## [TASK DIRECTIONS]
Although the records include pictures, the copy should not; write out exactly the lines from the first through the line with "- Up to frame 4".

## [GIVEN RECORDS]
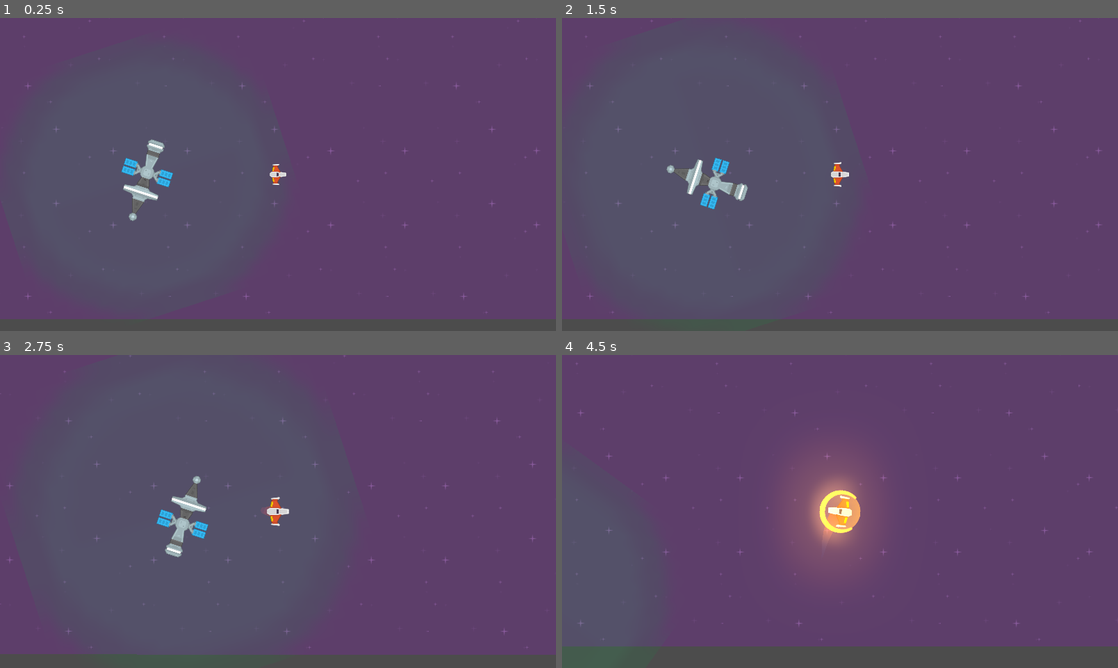
Above: before the commit, frames 1-4 (two rows, left to right).
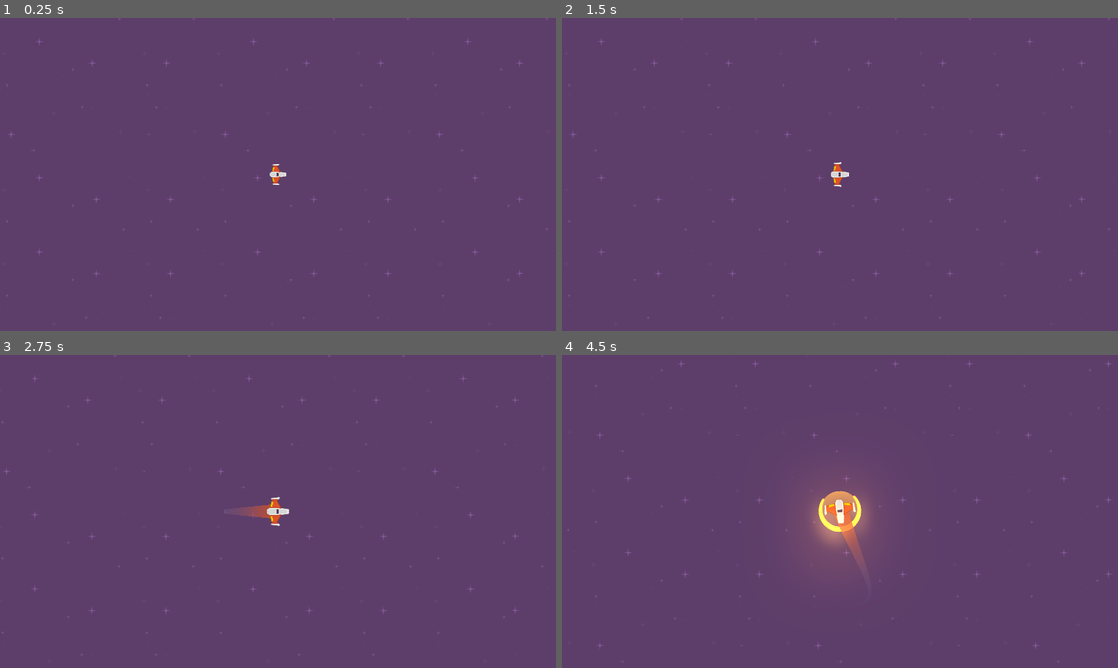
Above: after the commit, the same moments.

Repository: Elunneh/Juego-Meteo
Game: Godot game, scene res://Juego/Niveles/NivelTest.tscn
Two runs of this game, one before a commit and one after it. Both use one fixed random seed, a clock stepped at 60 frames per second and the inputs below.
Inputs (mouse positions are in pixels of both pictures, inside the frame that each line leads up to):
- Up to frame 1 (0.25 s): no input
- Up to frame 2 (1.5 s): move the mouse to (962, 158) at 0.52 s; press the mouse at (962, 158) at 0.53 s; hold W (mover_adelante) 0.53-1.28 s; move the mouse to (728, 190) at 1.27 s; release the mouse at (728, 190) at 1.28 s; hold S (mover_atras) from 1.28 s (still down); right-click (728, 190) at 1.35 s
- Up to frame 3 (2.75 s): move the mouse to (333, 442) at 2.02 s; release S (mover_atras) at 2.03 s; hold W (mover_adelante) from 2.03 s (still down); tap E (recarga_laser) at 2.1 s
- Up to frame 4 (4.5 s): move the mouse to (812, 574) at 2.77 s; tap A (rotar_antihorario) at 2.85 s; move the mouse to (1006, 558) at 3.52 s; release W (mover_adelante) at 3.53 s; hold D (rotar_horario) 3.53-4.28 s; hold S (mover_atras) from 3.53 s (still down); tap Middle mouse button (escudo) at 4.15 s; move the mouse to (673, 464) at 4.27 s; tap Mouse wheel up (zoom_acercar) at 4.35 s

The runs differ from the first frame. In frame 1, 5.0% of the frame differs, in the area x 0-100%, y 0-100%; in frame 2, 5.0%; in frame 3, 5.8%; in frame 4, 8.6%, in the area x 0-100%, y 2-100%.

Commit message:
actualizado

Diff:
--- /dev/null
+++ b/Juego/Naves/NaveBase.gd
@@ -0,0 +1,68 @@
+##NaveBase.gd
+class_name NaveBase
+extends RigidBody2D
+
+##Enums
+enum ESTADO {SPAWN, VIVO, INVENCIBLE, MUERTO}
+
+##Atributos Export
+export var hitpoints: float = 20.0
+
+##Atributos
+var estado_actual:int = ESTADO.SPAWN
+
+##Atributos Onready
+onready var colisionador:CollisionShape2D = $CollisionShape2D
+onready var impacto_sfx: AudioStreamPlayer = $ImpactoSFX
+onready var canion:Canion = $Canion
+
+## Metodos
+func _ready()-> void:
+	controlador_estados(estado_actual)
+
+## Metodos Custom
+
+func controlador_estados(nuevo_estado: int)-> void:
+	match nuevo_estado:
+		ESTADO.SPAWN:
+			colisionador.set_deferred("disabled", true)
+			canion.set_puede_disparar(false)
+		ESTADO.VIVO:
+			colisionador.set_deferred("disabled", false)
+			canion.set_puede_disparar(true)
+		ESTADO.INVENCIBLE:
+			colisionador.set_deferred("disabled", true)
+		ESTADO.MUERTO:
+			colisionador.set_deferred("disabled", true)
+			canion.set_puede_disparar(false)
+			Eventos.emit_signal("nave_destruida", self, global_position)
+			queue_free()
+		_:
+			printerr("Error de Estado")
+	estado_actual = nuevo_estado
+
+## Destruccion
+func destruir() -> void:
+	controlador_estados(ESTADO.MUERTO)
+	Eventos.emit_signal("nave_destruida", self, global_position, 3)
+	queue_free()
+
+
+func recibir_danio(danio:float)-> void:
+	hitpoints -= danio
+	if hitpoints <= 0.0:
+		Eventos.emit_signal("nave_destruida",self, global_position, 3)
+
+		controlador_estados(ESTADO.MUERTO)
+		impacto_sfx.play()
+		queue_free()
+
+
+func _on_AnimationPlayer_animation_finished(anim_name: String)-> void:
+	if anim_name == "Spawn":
+		controlador_estados(ESTADO.VIVO)
+
+func _on_body_entered(body):
+	if body is Meteoritos:
+		body.destruir()
+		destruir()
--- /dev/null
+++ b/Juego/Naves/NaveBase.tscn
@@ -0,0 +1,29 @@
+[gd_scene load_steps=5 format=2]
+
+[ext_resource path="res://Juego/Naves/NaveBase.gd" type="Script" id=1]
+[ext_resource path="res://Juego/Proyectiles/Canion.tscn" type="PackedScene" id=2]
+[ext_resource path="res://Juego/Proyectiles/ProyectilPlayer.tscn" type="PackedScene" id=3]
+[ext_resource path="res://Juego/Naves/Player/Sonidos/impacto.ogg" type="AudioStream" id=6]
+
+[node name="NaveBase" type="RigidBody2D"]
+collision_layer = 2147483648
+collision_mask = 0
+gravity_scale = 0.0
+script = ExtResource( 1 )
+hitpoints = 100.0
+
+[node name="Sprite" type="Sprite" parent="."]
+
+[node name="CollisionShape2D" type="CollisionShape2D" parent="."]
+position = Vector2( -7.62939e-06, 0.314972 )
+
+[node name="Canion" parent="." instance=ExtResource( 2 )]
+position = Vector2( 1.124, 0 )
+proyectil = ExtResource( 3 )
+danio_proyectil = 8
+
+[node name="ImpactoSFX" type="AudioStreamPlayer" parent="."]
+stream = ExtResource( 6 )
+volume_db = -12.077
+bus = "SFX"
+[connection signal="body_entered" from="." to="." method="_on_body_entered"]
--- /dev/null
+++ b/Juego/Naves/Player/Estela/AnimationPlayer.tscn
@@ -0,0 +1,37 @@
+[gd_scene load_steps=3 format=2]
+
+[sub_resource type="Animation" id=1]
+resource_name = "Default"
+tracks/0/type = "value"
+tracks/0/path = NodePath("Sprite:scale")
+tracks/0/interp = 1
+tracks/0/loop_wrap = true
+tracks/0/imported = false
+tracks/0/enabled = true
+tracks/0/keys = {
+"times": PoolRealArray( 0, 1 ),
+"transitions": PoolRealArray( 1, 1 ),
+"update": 0,
+"values": [ Vector2( 1, 1 ), Vector2( 1, 1 ) ]
+}
+
+[sub_resource type="Animation" id=2]
+resource_name = "Spawn"
+length = 1.6
+tracks/0/type = "value"
+tracks/0/path = NodePath("Sprite:scale")
+tracks/0/interp = 1
+tracks/0/loop_wrap = true
+tracks/0/imported = false
+tracks/0/enabled = true
+tracks/0/keys = {
+"times": PoolRealArray( 0, 0.2, 0.5, 0.8, 1.1, 1.3, 1.6 ),
+"transitions": PoolRealArray( 1, 1, 0.965937, 3.4822, 0.277392, 3.13834, 1 ),
+"update": 0,
+"values": [ Vector2( 1, 1 ), Vector2( 0.8, 0.8 ), Vector2( 0.5, 0.5 ), Vector2( 0.8, 0.8 ), Vector2( 0.5, 0.5 ), Vector2( 0.8, 0.8 ), Vector2( 1, 1 ) ]
+}
+
+[node name="AnimationPlayer" type="AnimationPlayer"]
+autoplay = "Spawn"
+anims/Default = SubResource( 1 )
+anims/Spawn = SubResource( 2 )
--- /dev/null
+++ b/Juego/Naves/Player/Estela/CamaraPlayer.tscn
@@ -0,0 +1,9 @@
+[gd_scene load_steps=2 format=2]
+
+[ext_resource path="res://Juego/Naves/Player/CamaraPlayer.gd" type="Script" id=1]
+
+[node name="CamaraPlayer" type="Camera2D"]
+current = true
+script = ExtResource( 1 )
+
+[node name="TweenZoom" type="Tween" parent="."]
--- /dev/null
+++ b/Juego/Naves/Player/Estela/EstelaPuntoInicio.tscn
@@ -0,0 +1,27 @@
+[gd_scene load_steps=5 format=2]
+
+[ext_resource path="res://Juego/Naves/Player/Estela/Trail2D.tscn" type="PackedScene" id=1]
+[ext_resource path="res://Juego/Naves/Player/Estela/Trail2D.gd" type="Script" id=2]
+
+[sub_resource type="Curve" id=1]
+_data = [ Vector2( 0, 0 ), 0.0, 1.0, 0, 1, Vector2( 1, 1 ), 1.0, 0.0, 1, 0 ]
+
+[sub_resource type="Gradient" id=2]
+colors = PoolColorArray( 0.294118, 0.356863, 0.670588, 0, 0.788235, 0.301961, 0.164706, 1 )
+
+[node name="EstelaPuntoInicio" type="Position2D"]
+position = Vector2( 0.00481033, 0 )
+
+[node name="Trail2D" type="Line2D" parent="." instance=ExtResource( 1 )]
+points = PoolVector2Array( 0, 0, 60, 0 )
+width = 50.0
+width_curve = SubResource( 1 )
+default_color = Color( 1, 1, 1, 1 )
+gradient = SubResource( 2 )
+joint_mode = 2
+script = ExtResource( 2 )
+is_emitting = true
+resolution = 5.0
+lifetime = 0.6
+max_points = 150
+target_path = NodePath("../../../NaveBase/EstelaPuntoInicio")
--- a/Juego/Naves/Player/Player.gd
+++ b/Juego/Naves/Player/Player.gd
@@ -1,27 +1,19 @@
 class_name Player
-extends RigidBody2D
-
-##Enums
-enum ESTADO {SPAWN, VIVO, INVENCIBLE, MUERTO}
+extends NaveBase
 
 ##Atributos export
-export var potencia_motor:int = 20
-export var potencia_rotacion: int = 280
+export var potencia_motor:int = 18
+export var potencia_rotacion: int = 260
 export var estela_maxima:int = 150
-export var hitpoints: float = 15.0
 
 ##Atributos
 var empuje:Vector2 = Vector2.ZERO
 var dir_rotacion:int = 0
-var estado_actual:int = ESTADO.SPAWN
 
 ##Atributos Onready
-onready var canion:Canion = $Canion
 onready var laser:RayoLaser = $LaserBeam2D setget, get_laser
 onready var estela:Estela = $EstelaPuntoInicio/Trail2D
 onready var motor_sfx: Motor = $MotorSFX
-onready var colisionador:CollisionShape2D = $CollisionShape2D
-onready var impacto_sfx: AudioStreamPlayer = $ImpactoSFX
 onready var escudo: Escudo = $Escudo setget, get_escudo
 
 ##Setter y Getter
@@ -32,19 +24,7 @@
 func get_escudo() -> Escudo:
 	return escudo
 
-
-## Metodos
-func _ready()-> void:
-	controlador_estados(estado_actual)
-
-
-func _integrate_forces(state: Physics2DDirectBodyState) ->void:
-	apply_central_impulse(empuje.rotated(rotation))
-	apply_torque_impulse(dir_rotacion * potencia_rotacion)
-
-func _process(delta: float)-> void:
-	player_input()
-
+##Metodos
 func _unhandled_input(event: InputEvent)-> void:
 	if not esta_input_activo():
 		return
@@ -57,12 +37,14 @@
 
 
 	##disparo de rayo
+
 	if event.is_action_pressed("disparo_secundario"):
 		laser.set_is_casting(true)
 	if event.is_action_released("disparo_secundario"):
 		laser.set_is_casting(false)
 
 ##control de Estela y sonido de Motor
+
 	if event.is_action_pressed("mover_adelante"):
 		estela.set_max_points(estela_maxima)
 		motor_sfx.sonido_on()
@@ -73,39 +55,18 @@
 	if (event.is_action_released("mover_adelante") or event.is_action_released("mover_atras")):
 		motor_sfx.sonido_off()
 
+func _integrate_forces(state: Physics2DDirectBodyState) ->void:
+	apply_central_impulse(empuje.rotated(rotation))
+	apply_torque_impulse(dir_rotacion * potencia_rotacion)
 
+func _process(delta: float)-> void:
+	player_input()
 
-## Metodos Custom
-
-
-func controlador_estados(nuevo_estado: int)-> void:
-	match nuevo_estado:
-		ESTADO.SPAWN:
-			colisionador.set_deferred("disabled", true)
-			canion.set_puede_disparar(false)
-		ESTADO.VIVO:
-			colisionador.set_deferred("disabled", false)
-			canion.set_puede_disparar(true)
-		ESTADO.INVENCIBLE:
-			colisionador.set_deferred("disabled", true)
-		ESTADO.MUERTO:
-			colisionador.set_deferred("disabled", true)
-			canion.set_puede_disparar(false)
-			Eventos.emit_signal("nave_destruida", self, global_position)
-			queue_free()
-		_:
-			printerr("Error de Estado")
-	estado_actual = nuevo_estado
-
-func esta_input_activo() -> bool:
-	if estado_actual in [ESTADO.MUERTO, ESTADO.SPAWN]:
-		return false
-	return true
+##Metodo custom
 
 func player_input() -> void:
 	if not esta_input_activo():
 		return
-
 
 	#Empuje
 	empuje = Vector2.ZERO
@@ -127,33 +88,7 @@
 	if Input. is_action_just_released("disparo_principal"):
 		canion.set_esta_disparando(false)
 
-
-
-## Destruccion
-func destruir() -> void:
-	controlador_estados(ESTADO.MUERTO)
-	Eventos.emit_signal("nave_destruida", self, global_position, 3)
-	queue_free()
-
-
-func recibir_danio(danio:float)-> void:
-	hitpoints -= danio
-	if hitpoints <= 0.0:
-		Eventos.emit_signal("nave_destruida",self, global_position, 3)
-
-		controlador_estados(ESTADO.MUERTO)
-		impacto_sfx.play()
-		queue_free()
-
-
-
-
-func _on_AnimationPlayer_animation_finished(anim_name: String)-> void:
-	if anim_name == "Spawn":
-		controlador_estados(ESTADO.VIVO)
-
-
-func _on_body_entered(body):
-	if body is Meteoritos:
-		body.destruir()
-		destruir()
+func esta_input_activo() -> bool:
+	if estado_actual in [ESTADO.MUERTO, ESTADO.SPAWN]:
+		return false
+	return true
--- a/Juego/Naves/Player/Player.tscn
+++ b/Juego/Naves/Player/Player.tscn
@@ -1,118 +1,64 @@
-[gd_scene load_steps=15 format=2]
+[gd_scene load_steps=12 format=2]
 
-[ext_resource path="res://Juego/Naves/Player/player_orange.png" type="Texture" id=1]
+[ext_resource path="res://Juego/Naves/Player/Estela/EstelaPuntoInicio.tscn" type="PackedScene" id=1]
 [ext_resource path="res://Juego/Naves/Player/MaterialFisico.tres" type="PhysicsMaterial" id=2]
-[ext_resource path="res://Juego/Naves/Player/Player.gd" type="Script" id=3]
-[ext_resource path="res://Juego/Proyectiles/Canion.tscn" type="PackedScene" id=4]
+[ext_resource path="res://Juego/Naves/Player/Estela/AnimationPlayer.tscn" type="PackedScene" id=3]
+[ext_resource path="res://Juego/Naves/Player/Estela/CamaraPlayer.tscn" type="PackedScene" id=4]
 [ext_resource path="res://Juego/LaseBeam/LaserBeam2D.tscn" type="PackedScene" id=5]
-[ext_resource path="res://Juego/Naves/Player/Estela/Trail2D.tscn" type="PackedScene" id=6]
 [ext_resource path="res://Juego/Naves/Player/Sonidos/MotorSFX.tscn" type="PackedScene" id=7]
-[ext_resource path="res://Juego/Naves/Player/Sonidos/impacto.ogg" type="AudioStream" id=8]
+[ext_resource path="res://Juego/Naves/Player/player_orange.png" type="Texture" id=8]
 [ext_resource path="res://Juego/Naves/Player/Escudo/Escudo.tscn" type="PackedScene" id=9]
-[ext_resource path="res://Juego/Proyectiles/ProyectilPlayer.tscn" type="PackedScene" id=10]
-[ext_resource path="res://Juego/Naves/Player/CamaraPlayer.gd" type="Script" id=11]
+[ext_resource path="res://Juego/Naves/Player/Player.gd" type="Script" id=10]
+[ext_resource path="res://Juego/Naves/NaveBase.tscn" type="PackedScene" id=11]
 
 [sub_resource type="CircleShape2D" id=1]
-radius = 37.0115
+radius = 40.3496
 
-[sub_resource type="Animation" id=2]
-resource_name = "Default"
-tracks/0/type = "value"
-tracks/0/path = NodePath("Sprite:scale")
-tracks/0/interp = 1
-tracks/0/loop_wrap = true
-tracks/0/imported = false
-tracks/0/enabled = true
-tracks/0/keys = {
-"times": PoolRealArray( 0, 1 ),
-"transitions": PoolRealArray( 1, 1 ),
-"update": 0,
-"values": [ Vector2( 1, 1 ), Vector2( 1, 1 ) ]
-}
-
-[sub_resource type="Animation" id=3]
-resource_name = "Spawn"
-length = 1.6
-tracks/0/type = "value"
-tracks/0/path = NodePath("Sprite:scale")
-tracks/0/interp = 1
-tracks/0/loop_wrap = true
-tracks/0/imported = false
-tracks/0/enabled = true
-tracks/0/keys = {
-"times": PoolRealArray( 0, 0.2, 0.5, 0.8, 1.1, 1.3, 1.6 ),
-"transitions": PoolRealArray( 1, 1, 0.965937, 3.4822, 0.277392, 3.13834, 1 ),
-"update": 0,
-"values": [ Vector2( 1, 1 ), Vector2( 0.8, 0.8 ), Vector2( 0.5, 0.5 ), Vector2( 0.8, 0.8 ), Vector2( 0.5, 0.5 ), Vector2( 0.8, 0.8 ), Vector2( 1, 1 ) ]
-}
-
-[node name="Player" type="RigidBody2D"]
-z_index = 50
-z_as_relative = false
+[node name="Player" instance=ExtResource( 11 )]
+collision_layer = 2147483649
+collision_mask = 22
 physics_material_override = ExtResource( 2 )
-gravity_scale = 0.0
 contacts_reported = 2
 contact_monitor = true
 can_sleep = false
 linear_damp = 1.0
 angular_damp = 4.0
-script = ExtResource( 3 )
-hitpoints = 100.0
+script = ExtResource( 10 )
+potencia_motor = 50
+potencia_rotacion = 150
 
-[node name="Sprite" type="Sprite" parent="."]
+[node name="Sprite" parent="." index="0"]
 rotation = 1.5708
-texture = ExtResource( 1 )
+z_index = 40
+z_as_relative = false
+texture = ExtResource( 8 )
 
-[node name="CollisionShape2D" type="CollisionShape2D" parent="."]
-position = Vector2( -7.62939e-06, 0.314972 )
+[node name="CollisionShape2D" parent="." index="1"]
 shape = SubResource( 1 )
 
-[node name="Canion" parent="." instance=ExtResource( 4 )]
-position = Vector2( 1.124, 0 )
-proyectil = ExtResource( 10 )
-danio_proyectil = 8
+[node name="Canion" parent="." index="2"]
+position = Vector2( 0, 0 )
 
 [node name="PuntoIzquierdo" parent="Canion" index="0"]
-position = Vector2( 0, -33 )
+position = Vector2( 0, -28 )
 
 [node name="PuntoDerecho" parent="Canion" index="1"]
-position = Vector2( 0, 33 )
+position = Vector2( 0, 28 )
 
-[node name="LaserBeam2D" parent="." instance=ExtResource( 5 )]
-position = Vector2( 35.8672, -0.23597 )
+[node name="Escudo" parent="." index="4" instance=ExtResource( 9 )]
 
-[node name="EstelaPuntoInicio" type="Position2D" parent="."]
-position = Vector2( 0.00481033, 0 )
+[node name="EstelaPuntoInicio" parent="." index="5" instance=ExtResource( 1 )]
+position = Vector2( -10.9552, 0 )
 
-[node name="Trail2D" parent="EstelaPuntoInicio" instance=ExtResource( 6 )]
-points = PoolVector2Array( 0, 0, 60, 0 )
-width = 50.0
-is_emitting = true
-resolution = 5.0
-lifetime = 0.6
-max_points = 150
-target_path = NodePath("..")
+[node name="MotorSFX" parent="." index="6" instance=ExtResource( 7 )]
 
-[node name="MotorSFX" parent="." instance=ExtResource( 7 )]
+[node name="AnimationPlayer" parent="." index="7" instance=ExtResource( 3 )]
 
-[node name="AnimationPlayer" type="AnimationPlayer" parent="."]
-autoplay = "Spawn"
-anims/Default = SubResource( 2 )
-anims/Spawn = SubResource( 3 )
+[node name="CamaraPlayer" parent="." index="8" instance=ExtResource( 4 )]
 
-[node name="ImpactoSFX" type="AudioStreamPlayer" parent="."]
-stream = ExtResource( 8 )
-volume_db = -12.077
-bus = "SFX"
-
-[node name="Escudo" parent="." instance=ExtResource( 9 )]
-
-[node name="CamaraPlayer" type="Camera2D" parent="."]
-current = true
-script = ExtResource( 11 )
-
-[node name="TweenZoom" type="Tween" parent="CamaraPlayer"]
-[connection signal="body_entered" from="." to="." method="_on_body_entered"]
+[node name="LaserBeam2D" parent="." index="9" instance=ExtResource( 5 )]
+position = Vector2( 33.8461, 0 )
+z_index = -41
 [connection signal="animation_finished" from="AnimationPlayer" to="." method="_on_AnimationPlayer_animation_finished"]
 
 [editable path="Canion"]
--- a/Juego/Niveles/NivelTest.tscn
+++ b/Juego/Niveles/NivelTest.tscn
@@ -95,9 +95,6 @@
 [node name="EstacionRecarga" parent="ContenedorEstaciones" instance=ExtResource( 12 )]
 position = Vector2( 412.95, 497.803 )
 
-[node name="Player" parent="." instance=ExtResource( 1 )]
-position = Vector2( 873.876, 475.856 )
-
 [node name="WorldEnvironment" type="WorldEnvironment" parent="."]
 environment = ExtResource( 2 )
 
@@ -107,4 +104,7 @@
 [node name="TweenZoom" type="Tween" parent="CamaraNivel"]
 
 [node name="TweenCamara" type="Tween" parent="."]
+
+[node name="Player" parent="." instance=ExtResource( 1 )]
+position = Vector2( -347.738, -715.635 )
 [connection signal="tween_completed" from="TweenCamara" to="." method="_on_TweenCamara_tween_completed"]
--- a/project.godot
+++ b/project.godot
@@ -74,12 +74,17 @@
 "language": "GDScript",
 "path": "res://Juego/Naves/Player/Sonidos/MotorSFX.gd"
 }, {
+"base": "RigidBody2D",
+"class": "NaveBase",
+"language": "GDScript",
+"path": "res://Juego/Naves/NaveBase.gd"
+}, {
 "base": "Node2D",
 "class": "Nivel",
 "language": "GDScript",
 "path": "res://Juego/Niveles/Nivel.gd"
 }, {
-"base": "RigidBody2D",
+"base": "NaveBase",
 "class": "Player",
 "language": "GDScript",
 "path": "res://Juego/Naves/Player/Player.gd"
@@ -118,6 +123,7 @@
 "Meteoritos": "",
 "MeteoritosSpawner": "",
 "Motor": "",
+"NaveBase": "",
 "Nivel": "",
 "Player": "",
 "Proyectil": "",

## [RESPONSE]
Above: before the commit, frames 1-4 (two rows, left to right).
Above: after the commit, the same moments.

Repository: Elunneh/Juego-Meteo
Game: Godot game, scene res://Juego/Niveles/NivelTest.tscn
Two runs of this game, one before a commit and one after it. Both use one fixed random seed, a clock stepped at 60 frames per second and the inputs below.
Inputs (mouse positions are in pixels of both pictures, inside the frame that each line leads up to):
- Up to frame 1 (0.25 s): no input
- Up to frame 2 (1.5 s): move the mouse to (962, 158) at 0.52 s; press the mouse at (962, 158) at 0.53 s; hold W (mover_adelante) 0.53-1.28 s; move the mouse to (728, 190) at 1.27 s; release the mouse at (728, 190) at 1.28 s; hold S (mover_atras) from 1.28 s (still down); right-click (728, 190) at 1.35 s
- Up to frame 3 (2.75 s): move the mouse to (333, 442) at 2.02 s; release S (mover_atras) at 2.03 s; hold W (mover_adelante) from 2.03 s (still down); tap E (recarga_laser) at 2.1 s
- Up to frame 4 (4.5 s): move the mouse to (812, 574) at 2.77 s; tap A (rotar_antihorario) at 2.85 s; move the mouse to (1006, 558) at 3.52 s; release W (mover_adelante) at 3.53 s; hold D (rotar_horario) 3.53-4.28 s; hold S (mover_atras) from 3.53 s (still down); tap Middle mouse button (escudo) at 4.15 s; move the mouse to (673, 464) at 4.27 s; tap Mouse wheel up (zoom_acercar) at 4.35 s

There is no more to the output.